Reconstruction of Cluster Masses using Particle Based Lensing I: Application to Weak Lensing
Sanghamitra Deb, David M. Goldberg, Vede J. Ramdass

TL;DR
Particle-Based Lensing (PBL) is a novel method for galaxy cluster mass reconstruction that treats each lensed galaxy as a particle, allowing for adaptive, high-resolution mapping of mass distributions using all lensing observables.
Contribution
The paper introduces PBL, a new particle-based approach for gravitational lensing mass reconstruction that improves detection of substructures and cusps over traditional grid-based methods.
Findings
PBL outperforms grid-based methods in identifying substructures.

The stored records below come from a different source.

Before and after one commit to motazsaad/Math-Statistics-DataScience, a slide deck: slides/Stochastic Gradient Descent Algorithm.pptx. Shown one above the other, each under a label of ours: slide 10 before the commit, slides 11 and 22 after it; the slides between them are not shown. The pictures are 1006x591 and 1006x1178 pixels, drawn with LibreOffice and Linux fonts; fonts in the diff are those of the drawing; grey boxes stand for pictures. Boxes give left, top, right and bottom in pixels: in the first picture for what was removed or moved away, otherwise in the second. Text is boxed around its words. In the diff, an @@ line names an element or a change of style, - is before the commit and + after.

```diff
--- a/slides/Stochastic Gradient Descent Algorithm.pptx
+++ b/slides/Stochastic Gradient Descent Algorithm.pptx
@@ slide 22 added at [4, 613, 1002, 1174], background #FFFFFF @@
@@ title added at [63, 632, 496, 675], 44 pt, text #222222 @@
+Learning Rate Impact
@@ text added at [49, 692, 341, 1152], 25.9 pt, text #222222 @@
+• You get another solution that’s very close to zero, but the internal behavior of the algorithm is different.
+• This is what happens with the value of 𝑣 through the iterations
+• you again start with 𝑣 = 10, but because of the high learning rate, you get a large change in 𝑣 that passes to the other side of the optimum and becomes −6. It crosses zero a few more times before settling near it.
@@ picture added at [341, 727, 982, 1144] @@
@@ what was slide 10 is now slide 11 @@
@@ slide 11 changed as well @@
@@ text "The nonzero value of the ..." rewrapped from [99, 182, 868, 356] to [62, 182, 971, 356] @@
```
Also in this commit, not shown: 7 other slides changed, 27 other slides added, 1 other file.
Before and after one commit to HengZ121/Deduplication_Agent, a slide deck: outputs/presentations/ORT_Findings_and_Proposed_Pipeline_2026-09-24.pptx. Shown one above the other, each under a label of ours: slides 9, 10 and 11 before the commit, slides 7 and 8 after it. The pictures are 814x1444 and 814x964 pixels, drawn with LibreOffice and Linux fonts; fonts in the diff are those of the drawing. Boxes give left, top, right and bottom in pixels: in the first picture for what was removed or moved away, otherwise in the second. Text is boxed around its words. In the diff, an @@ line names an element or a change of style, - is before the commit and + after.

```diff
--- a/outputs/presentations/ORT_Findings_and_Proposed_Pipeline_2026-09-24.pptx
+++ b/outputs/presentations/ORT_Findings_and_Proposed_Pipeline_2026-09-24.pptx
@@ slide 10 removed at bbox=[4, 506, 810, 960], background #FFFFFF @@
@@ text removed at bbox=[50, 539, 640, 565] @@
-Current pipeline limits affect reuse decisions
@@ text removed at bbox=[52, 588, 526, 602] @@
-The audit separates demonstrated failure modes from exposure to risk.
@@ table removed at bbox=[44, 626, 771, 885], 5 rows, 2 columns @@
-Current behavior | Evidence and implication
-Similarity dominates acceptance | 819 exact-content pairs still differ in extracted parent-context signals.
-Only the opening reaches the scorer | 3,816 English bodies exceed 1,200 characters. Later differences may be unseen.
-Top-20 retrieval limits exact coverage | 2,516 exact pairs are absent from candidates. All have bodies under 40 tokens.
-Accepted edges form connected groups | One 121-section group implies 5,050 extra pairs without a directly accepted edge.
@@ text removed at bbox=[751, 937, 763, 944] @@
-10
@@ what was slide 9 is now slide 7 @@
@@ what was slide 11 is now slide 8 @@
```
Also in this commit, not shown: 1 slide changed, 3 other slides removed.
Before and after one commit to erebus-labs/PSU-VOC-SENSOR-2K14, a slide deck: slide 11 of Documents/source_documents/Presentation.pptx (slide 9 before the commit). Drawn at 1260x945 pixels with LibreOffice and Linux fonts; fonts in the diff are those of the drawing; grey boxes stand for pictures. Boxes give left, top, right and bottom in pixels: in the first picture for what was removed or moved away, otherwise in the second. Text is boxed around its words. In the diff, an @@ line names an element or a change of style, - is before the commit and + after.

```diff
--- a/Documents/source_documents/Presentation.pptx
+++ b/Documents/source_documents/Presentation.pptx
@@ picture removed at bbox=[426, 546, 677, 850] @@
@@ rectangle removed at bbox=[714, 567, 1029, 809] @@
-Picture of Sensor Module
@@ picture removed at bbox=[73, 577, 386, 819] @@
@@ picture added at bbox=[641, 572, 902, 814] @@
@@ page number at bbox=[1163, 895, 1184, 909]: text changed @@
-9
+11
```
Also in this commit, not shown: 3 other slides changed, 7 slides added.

PBL successfully detects substructure in the Bullet Cluster without strong lensing data.
The method provides constant signal-to-noise and exploits high information density regions.
Abstract
We present Particle-Based Lensing (PBL), a new technique for gravitational lensing mass reconstructions of galaxy clusters. Traditionally, most methods have employed either a finite inversion or gridding to turn observational lensed galaxy ellipticities into an estimate of the surface mass density of a galaxy cluster. We approach the problem from a different perspective, motivated by the success of multi-scale analysis in smoothed particle hydrodynamics. In PBL, we treat each of the lensed galaxies as a particle and then reconstruct the potential by smoothing over a local kernel with variable smoothing scale. In this way, we can tune a reconstruction to produce constant signal-noise throughout, and maximally exploit regions of high information density. PBL is designed to include all lensing observables, including multiple image positions and fluxes from strong lensing, as well as weak…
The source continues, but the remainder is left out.